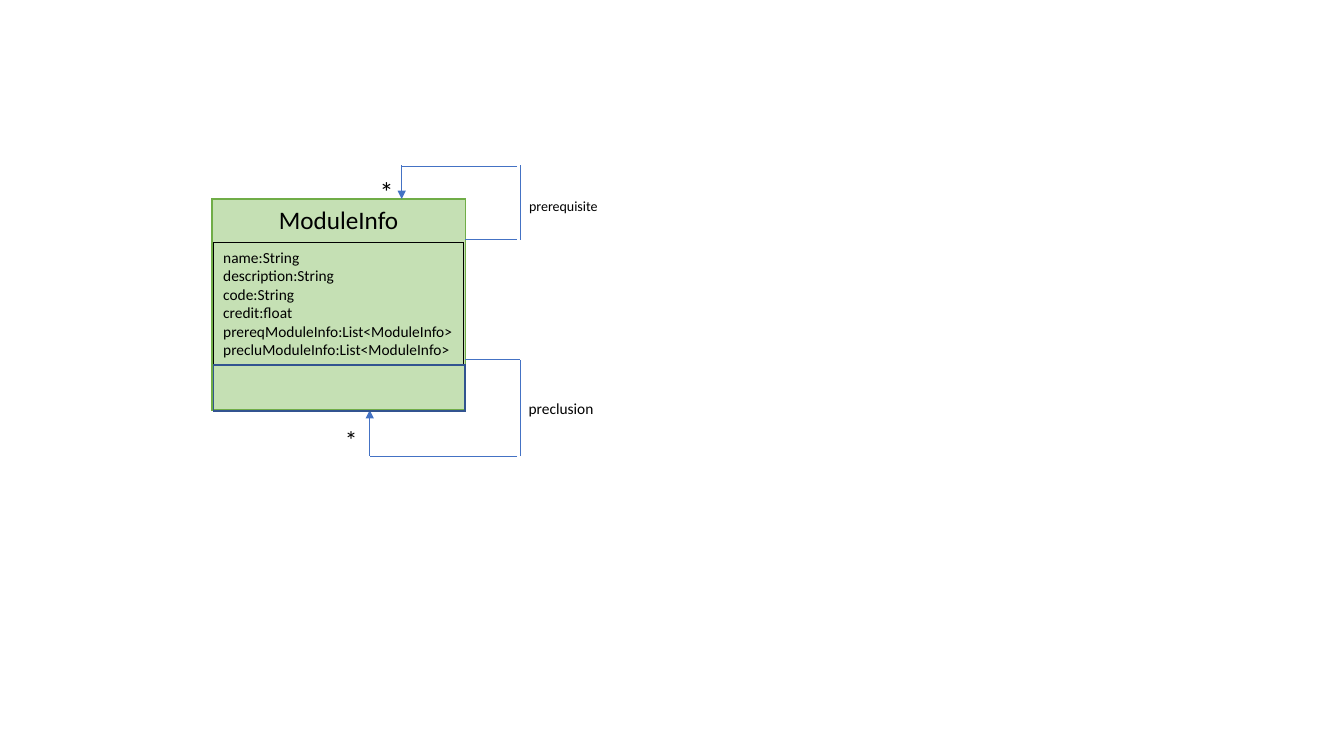
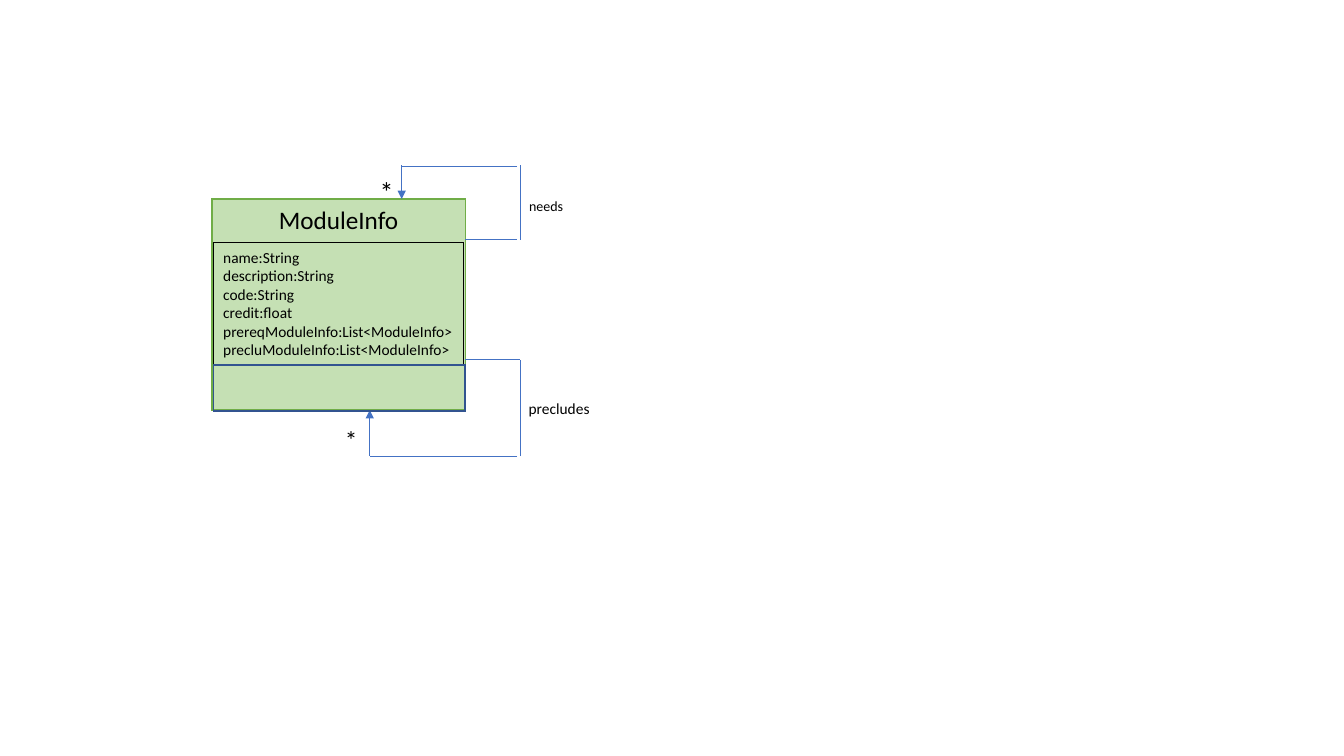
Before and after one commit to CS2103-AY1819S1-T16-4/main, a slide deck: slide 1 of docs/diagrams/ModuleInfoClassDiagram.pptx. Drawn at 1344x756 pixels with LibreOffice and Linux fonts; fonts in the diff are those of the drawing. Boxes give left, top, right and bottom in pixels: in the first picture for what was removed or moved away, otherwise in the second. Text is boxed around its words. In the diff, an @@ line names an element or a change of style, - is before the commit and + after.

```diff
--- a/docs/diagrams/ModuleInfoClassDiagram.pptx
+++ b/docs/diagrams/ModuleInfoClassDiagram.pptx
@@ text at [529,201,563,211]: text changed @@
-prerequisite
+needs
@@ text at [529,403,590,417]: text changed @@
-preclusion
+precludes
```
Also in this commit, not shown: 1 other file.

# [Work to be completed]
Every line above should be copied exactly, apart from any pictures.

# [Answer area]
Before and after one commit to CS2103-AY1819S1-T16-4/main, a slide deck: slide 1 of docs/diagrams/ModuleInfoClassDiagram.pptx. Drawn at 1344x756 pixels with LibreOffice and Linux fonts; fonts in the diff are those of the drawing. Boxes give left, top, right and bottom in pixels: in the first picture for what was removed or moved away, otherwise in the second. Text is boxed around its words. In the diff, an @@ line names an element or a change of style, - is before the commit and + after.

```diff
--- a/docs/diagrams/ModuleInfoClassDiagram.pptx
+++ b/docs/diagrams/ModuleInfoClassDiagram.pptx
@@ text at [529,201,563,211]: text changed @@
-prerequisite
+needs
@@ text at [529,403,590,417]: text changed @@
-preclusion
+precludes
```
Also in this commit, not shown: 1 other file.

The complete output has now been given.